Nonetheless, this Element has also emphasized that experimental research in the public sector is not without challenges. Issues of social desirability bias, limited external validity, institutional sensitivities, and ethical dilemmas must be carefully addressed through rigorous protocols, interdisciplinary collaboration, and context-aware research designs. Importantly, experiments must not be seen as technical fixes but as tools that form part of a broader commitment to reflective, ethical, and accountable scholarship.

5.2 Specific Findings and Contributions

Taken together, this Element demonstrates that survey experiments offer a distinctive and underutilized capacity to advance the study of corruption and unethical behaviour in public administration, provided they are designed with more theoretical and methodological precision than is common in existing research. Rather than merely expanding the use of experiments, the analysis clarifies how and why survey experimental designs matter for identifying causal mechanisms that remain opaque in observational and descriptive approaches.

Substantively, the manuscript shows that much of the experimental literature has focused on ethical judgements and stated intentions, often without clearly distinguishing between beliefs about corruption, normative attitudes, and behavioural responses under concrete institutional constraints.
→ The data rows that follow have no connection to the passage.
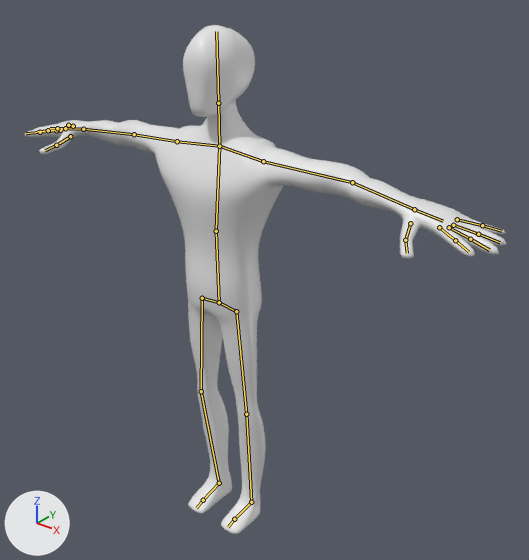
What one commit did to the Blender file intermediate_assets/blender/dummy.blend.
Before and after are seen from a 50 mm camera at (2.83, -3.12, 3.89) aimed at (0.15, 0.23, 1.81). The lights are fixed; the arrows at lower left show +X, +Y and +Z. The bones that bend it are drawn over the model as lines.
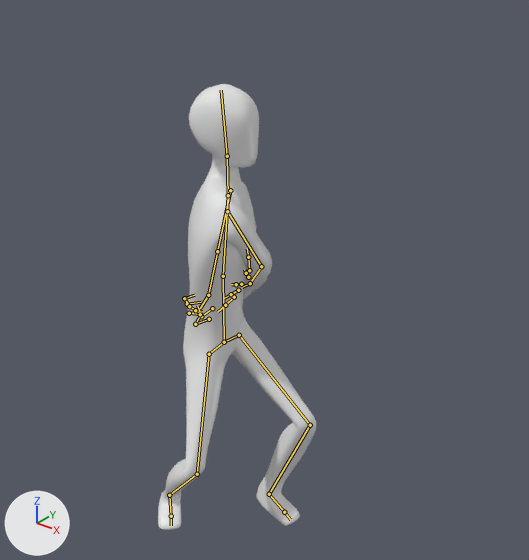
The newer file adds an action. The first version stands in its rest pose; the second is drawn at frame 16 of the action 'Slap'.

The change in detail:
Bone 'Funny' (bone_funny) moves from (0.0, 0.0, 0.0) to (-0.036, -0.457, -0.002).
Bone 'Funny' (bone_funny) turns from (0, 0, 0) to (-61, 85, -64) degrees about its own x, y and z.
Bone 'Abdomen' (bone_abdomen) turns from (0, 0, 0) to (5, 18, -1) degrees about its own x, y and z.
Bone 'Chest' (bone_chest) turns from (0, 0, 0) to (6, 25, -9) degrees about its own x, y and z.
Bone 'Neck' (bone_neck) turns from (0, 0, 0) to (-23, -63, 31) degrees about its own x, y and z.
Bone 'Head' (bone_head) turns from (0, 0, 0) to (-6, 41, -2) degrees about its own x, y and z.
Bone 'HeelIK.L' (bone_heelik_l) moves from (0.0, 0.0, 0.0) to (0.068, 0.2, 0.0).
Bone 'HeelIK.L' (bone_heelik_l) turns from (0, 0, 0) to (0, 0, 78) degrees about its own x, y and z.
Bone 'KneeIK.L' (bone_kneeik_l) moves from (0.0, 0.0, 0.0) to (-0.866, -0.16, -0.057).
Bone 'ElbowIK.L' (bone_elbowik_l) moves from (0.0, 0.0, 0.0) to (-3.02, -0.738, -0.968).
Bone 'ElbowIK.L' (bone_elbowik_l) turns from (0, 0, 0) to (8, 4, 124) degrees about its own x, y and z.
Bone 'HandIK.L' (bone_handik_l) moves from (0.0, 0.0, 0.0) to (-2.565, -2.355, -0.443).
Bone 'HandIK.L' (bone_handik_l) turns from (0, 0, 0) to (-99, -2, -116) degrees about its own x, y and z.
Bone 'ThumBase.L' (bone_thumbase_l) turns from (0, 0, 0) to (75, -1, 11) degrees about its own x, y and z.
Bone 'ThumbTip.L' (bone_thumbtip_l) turns from (0, 0, 0) to (31, -14, 85) degrees about its own x, y and z.
Bone 'IndexBase.L' (bone_indexbase_l) moves from (0.0, 0.0, 0.0) to (0.019, 0.013, 0.015).
Bone 'IndexBase.L' (bone_indexbase_l) turns from (0, 0, 0) to (-63, -1, 90) degrees about its own x, y and z.
Bone 'IndexTip.L' (bone_indextip_l) turns from (0, 0, 0) to (-13, 4, 107) degrees about its own x, y and z.
Bone 'MiddleBase.L' (bone_middlebase_l) moves from (0.0, 0.0, 0.0) to (-0.004, -0.021, -0.004).
Bone 'MiddleBase.L' (bone_middlebase_l) turns from (0, 0, 0) to (-57, 13, 101) degrees about its own x, y and z.
Bone 'MiddleTip.L' (bone_middletip_l) turns from (0, 0, 0) to (-36, 27, 101) degrees about its own x, y and z.
Bone 'RingBase.L' (bone_ringbase_l) moves from (0.0, 0.0, 0.0) to (-0.012, -0.016, -0.001).
Bone 'RingBase.L' (bone_ringbase_l) turns from (0, 0, 0) to (-47, 34, 92) degrees about its own x, y and z.
Bone 'RingTip.L' (bone_ringtip_l) turns from (0, 0, 0) to (-27, 34, 107) degrees about its own x, y and z.
Bone 'LittleBase.L' (bone_littlebase_l) moves from (0.0, 0.0, 0.0) to (-0.003, 0.021, -0.011).
Bone 'LittleBase.L' (bone_littlebase_l) turns from (0, 0, 0) to (-50, 50, 86) degrees about its own x, y and z.
Bone 'LittleTip.L' (bone_littletip_l) turns from (0, 0, 0) to (5, 36, 118) degrees about its own x, y and z.
Bone 'HeelIK.R' (bone_heelik_r) moves from (0.0, 0.0, 0.0) to (-0.262, -0.466, 0.02).
Bone 'HeelIK.R' (bone_heelik_r) turns from (0, 0, 0) to (0, 0, 46) degrees about its own x, y and z.
Bone 'KneeIK.R' (bone_kneeik_r) moves from (0.0, 0.0, 0.0) to (-2.442, -1.26, 0.135).
Bone 'ElbowIK.R' (bone_elbowik_r) moves from (0.0, 0.0, 0.0) to (3.377, 0.075, -1.616).
Bone 'ElbowIK.R' (bone_elbowik_r) turns from (0, 0, 0) to (-22, 11, 145) degrees about its own x, y and z.
Bone 'HandIK.R' (bone_handik_r) moves from (0.0, 0.0, 0.0) to (1.633, -1.388, -0.315).
Bone 'HandIK.R' (bone_handik_r) turns from (0, 0, 0) to (-150, -28, 36) degrees about its own x, y and z.
Bone 'IndexBase.R' (bone_indexbase_r) moves from (0.0, 0.0, 0.0) to (-0.019, 0.013, 0.015).
Bone 'LittleBase.R' (bone_littlebase_r) moves from (0.0, 0.0, 0.0) to (0.003, 0.021, -0.011).

Where the change shows, as pixel boxes [x1, y1, x2, y2] in the pictures (529 x 560 px):
'Mesh', posed (67% narrower, 12% shorter)
    before: [25, 25, 506, 534]
    after: [158, 84, 316, 530]
bone 'Abdomen', root to tip
    before: (219, 302) to (216, 231)
    after: (224, 342) to (223, 276)
bone 'Chest', root to tip
    before: (216, 231) to (219, 146)
    after: (223, 276) to (228, 195)
bone 'Neck', root to tip
    before: (219, 146) to (218, 103)
    after: (228, 195) to (227, 156)
bone 'Head', root to tip
    before: (218, 103) to (216, 31)
    after: (227, 156) to (221, 90)
bone 'ThumBase.L', root to tip
    before: (410, 223) to (405, 240)
    after: (212, 308) to (201, 316)
bone 'ThumbTip.L', root to tip
    before: (405, 240) to (407, 253)
    after: (201, 316) to (197, 305)
bone 'IndexBase.L', root to tip
    before: (439, 227) to (455, 240)
    after: (209, 319) to (195, 324)
bone 'IndexTip.L', root to tip
    before: (455, 240) to (469, 252)
    after: (195, 324) to (201, 313)
bone 'MiddleBase.L', root to tip
    before: (449, 227) to (470, 239)
    after: (200, 314) to (189, 313)
bone 'MiddleTip.L', root to tip
    before: (470, 239) to (489, 250)
    after: (189, 313) to (202, 311)
bone 'RingBase.L', root to tip
    before: (453, 225) to (478, 234)
    after: (195, 310) to (187, 304)
bone 'RingTip.L', root to tip
    before: (478, 234) to (500, 242)
    after: (187, 304) to (201, 302)
bone 'LittleBase.L', root to tip
    before: (457, 219) to (482, 225)
    after: (189, 306) to (184, 298)
bone 'LittleTip.L', root to tip
    before: (482, 225) to (502, 231)
    after: (184, 298) to (194, 295)
bone 'IndexBase.R', root to tip
    before: (56, 130) to (40, 132)
    after: (248, 277) to (246, 273)
bone 'LittleBase.R', root to tip
    before: (73, 126) to (68, 125)
    after: (234, 297) to (225, 305)

This conflation limits both causal inference and policy relevance. By contrast, survey experiments that explicitly separate these dimensions – and embed them within experimentally varied enforcement regimes, organizational signals, or social norms – are better suited to testing the mechanisms emphasized by principal–agent, collective action, and behavioural approaches to corruption.
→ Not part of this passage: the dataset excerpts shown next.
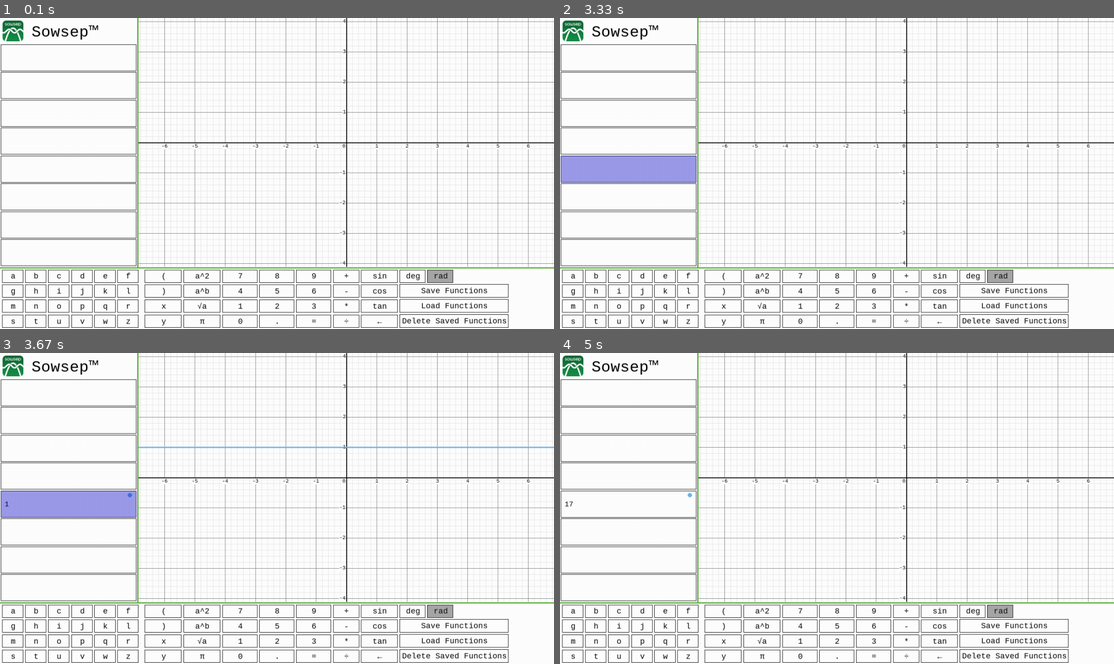
Above: before the commit, frames 1-4 (two rows, left to right).
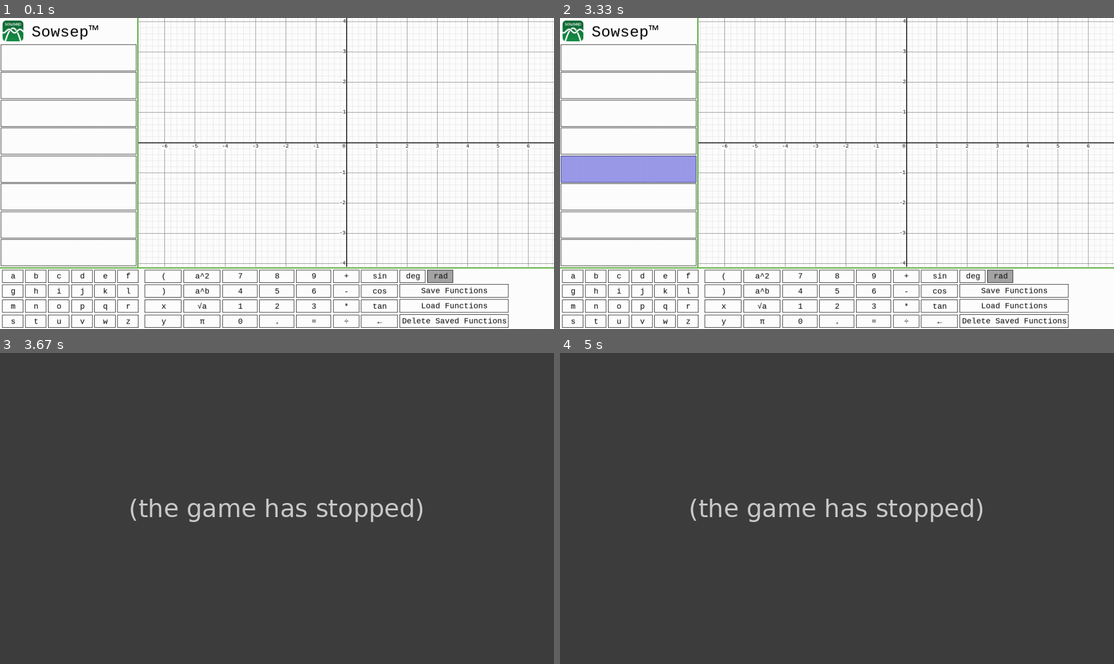
Above: after the commit, the same moments.

Repository: Asi4n-Inv4sion/Pygame-Graphing-Calculator
Game: pygame game, started from main.py
The game is run twice, just before and just after one commit, with the same random seed, the same clock (stepped at 60 frames per second) and the same inputs.
Inputs (mouse positions are in pixels of both pictures, inside the frame that each line leads up to):
- Up to frame 1 (0.1 s): no input
- Up to frame 2 (3.33 s): tap 6 at 0.33 s; tap 9 at 1.23 s; hold Down 1.57-2.03 s; click "rad" at 2.12 s; tap 8 at 2.4 s; hold Left 2.73-3.13 s; click (687, 157) at 3.22 s
- Up to frame 3 (3.67 s): tap 1 at 3.5 s
- Up to frame 4 (5 s): tap 7 at 3.83 s; click "17" at 4.22 s; tap B at 4.9 s

The runs differ from the first frame. In frame 3, 99% of the frame differs, in the area x 0-100%, y 0-100%; in frame 4, 98%.
Error after the commit: IndexError: list index out of range (main.py line 74); the game stopped at 3.62 s (later frames are placeholders)

Commit message:
Update main.py

Diff:
--- a/main.py
+++ b/main.py
@@ -22,6 +22,7 @@
 radOrDeg = "rad"
 boxesUsed = []
 colours = []
+boxesWithFunctions = []
 
 def getPoints(e,width,scale):
     p = []
@@ -46,7 +47,8 @@
                     p.append((x,y))
     return p
 
-def drawFunction(p,xcord,ycord,width,height,colour):
+def drawFunction(p,xcord,ycord,width,height,colour,i):
+    #draws each function created
     for i in range(len(p)-1):
         if p[i] != None and p[i+1] != None:
             pygame.draw.line(screen,colour,(xcord+width/2+p[i][0],round(ycord+height/2-p[i][1])),(xcord+width/2+p[i+1][0],round(ycord+height/2-p[i+1][1])),3)
@@ -69,12 +71,15 @@
 
     #Draws function(s)
     for f in range(len(functions)):
-        drawFunction(functions[f],round(WIDTH*0.25),0,round(WIDTH*0.75),round(HEIGHT*0.8),colours[f])
+        drawFunction(functions[f],round(WIDTH*0.25),0,round(WIDTH*0.75),round(HEIGHT*0.8),colours[f],f)
     for v in verticals:
         drawVertical(v,round(WIDTH*0.25),0,round(WIDTH*0.75),round(HEIGHT*0.8),grid.scale)
     pygame.draw.rect(screen,(255,255,255),(WIDTH*0.25,HEIGHT*0.8,WIDTH*0.75,HEIGHT*0.2))#Covers up the function if it exits the graph
     pygame.draw.rect(screen,(255,255,255),(0,0,WIDTH*0.25,HEIGHT*0.8))#Covers up the function if it exits the graph
 
+    #for c in range(len(colours)):
+    #    pygame.draw.circle(screen,colours[c],(300,int(73+c*64.5)),6)
+
     #Drawing keyboard sections
     funcList.drawGrid(screen,(0,0,0))
     for f in keyboard:
@@ -82,22 +87,28 @@
 
     #Drawing extra GUI
     screen.blit(pymos,(6,6))
-    drawFuncColours(screen,300,73,funcList.colours,boxesUsed)
+    drawFuncColours(screen,300,73,funcList.colours,boxesWithFunctions)#draws colour circles for functions
     printText('Sowsep™',pygame.font.SysFont('consolas',40),screen,150,33)
     funcList.highlightSelectedCell(screen)
-    angleMode.highlightCells(screen,[angleMode.text.index(radOrDeg)],(30,30,30))
+    angleMode.highlightCells(screen,[angleMode.text.index(radOrDeg)],(25,25,25))
     pygame.draw.line(screen,(97,178,66),(0.25*WIDTH-2,0),(0.25*WIDTH-2,0.8*HEIGHT),3)
     pygame.draw.line(screen,(97,178,66),(0,0.8*HEIGHT+2),(WIDTH,0.8*HEIGHT+2),3)
     pygame.display.update()
 
 def getFunctions():
-    global boxesUsed,colours
+    global boxesUsed,colours,boxesWithFunctions
     funcs = []
     for f in funcList.equations:
         funcs.append(list(f))
+    #A list of gui function boxes with something written in them
     boxesUsed = [i for i,f in enumerate(funcs) if len(f) > 0]
-    colours = [funcList.colours[i] for i in boxesUsed]
+    #A lst of indexes for the gui function boxes with a function in them
+    boxesWithFunctions = [i for i,f in enumerate(funcs) if (len(f) == 1 and f[0] == "x")or (len(f) > 1 and (f[1] != "=" or f[0:2] == ['y','=']))]
+    #The colours for the functions
+    colours = [funcList.colours[i] for i in boxesWithFunctions]
+    #Creates a list of each function intitialized
     funcs = [Initialize(f) for f in funcs if len(f) > 0]
+    #returns a master list of nested lists with points for each solvable function
     return [getPoints(f,round(WIDTH*0.75),grid.scale) for f in funcs if type(f) == list and len(f) > 0]
 
 # saves, loads, or deleted functions from a text file
@@ -115,6 +126,7 @@
         funcfile.writelines('')
         funcfile.close()
 
+#The good old print text function
 def printText(text, font, canvas, x, y):
     theText = font.render(text, 1, (0,0,0))
     textbox = theText.get_rect()
@@ -196,7 +208,7 @@
                         fileFunc('saved_functions.txt','load')
                     elif filebuttons.mouseOverCell(mp[0],mp[1]) == 2:
                         fileFunc('saved_functions.txt','delete')
-
+                #updates the functions in case they were changed (backspace, etc)
                 funcList.updateFunctions()
     tick += 1
 pygame.quit()

Methodologically, the Element clarifies that the credibility of experimental findings hinges less on the sophistication of statistical estimators than on upstream design choices. Issues such as treatment realism, intensity, sampling alignment, and transparency practices fundamentally shape what can be learned from survey experiments. Robust estimation strategies are valuable only insofar as they are grounded in coherent experimental designs that reflect realistic administrative contexts and clearly defined causal estimands.
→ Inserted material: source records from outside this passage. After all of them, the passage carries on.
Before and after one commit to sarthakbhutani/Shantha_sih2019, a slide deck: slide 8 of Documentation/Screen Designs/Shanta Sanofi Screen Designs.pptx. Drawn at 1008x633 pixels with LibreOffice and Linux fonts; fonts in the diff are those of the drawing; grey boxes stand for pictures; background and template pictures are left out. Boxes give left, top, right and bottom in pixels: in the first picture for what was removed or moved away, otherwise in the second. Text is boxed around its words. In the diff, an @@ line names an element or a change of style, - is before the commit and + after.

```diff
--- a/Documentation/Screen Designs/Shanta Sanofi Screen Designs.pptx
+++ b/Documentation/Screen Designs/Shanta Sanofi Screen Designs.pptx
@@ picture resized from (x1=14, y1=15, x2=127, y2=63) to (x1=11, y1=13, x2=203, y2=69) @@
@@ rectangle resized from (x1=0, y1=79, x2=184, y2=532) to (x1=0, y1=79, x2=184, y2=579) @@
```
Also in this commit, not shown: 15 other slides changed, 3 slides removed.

Importantly, the analysis also demonstrates that institutional context is not peripheral to experimental research. The discussion of ethics infrastructure and administrative environments – illustrated through the Latin American case – shows how variation in enforcement capacity, norms, and organizational cultures conditions ethical decision-making and must therefore be incorporated into experimental design rather than treated as background noise. Survey experiments are particularly well suited to this task because they allow researchers to systematically vary institutional signals while holding broader contexts constant.

Overall, the reader should take away three central insights. First, survey experiments are most informative when they are theory-driven and explicitly designed to test specific causal mechanisms rather than broad ethical dispositions. Second, addressing long-standing methodological limitations in the literature implies prioritizing design choices – such as outcome differentiation, treatment calibration, and sampling strategy – over increasingly complex statistical techniques. Third, a protocol-oriented approach to survey experimentation provides a practical pathway for producing more cumulative, comparable, and policy-relevant knowledge about corruption in public administration.

5.3 Implications for Practice and Scholarship

For practitioners, the experimental lens offers a means to pilot and evaluate anti-corruption strategies in a low-risk, high-evidence environment. It enables governments and public organizations to test what works before scaling up reforms and to understand which actors are most responsive to interventions.

For scholars, experiments provide a disciplined method of theory testing and refinement. They challenge researchers to think more clearly about mechanisms, heterogeneity, and context, whilst also creating opportunities for collaboration across disciplines, institutions, and regions.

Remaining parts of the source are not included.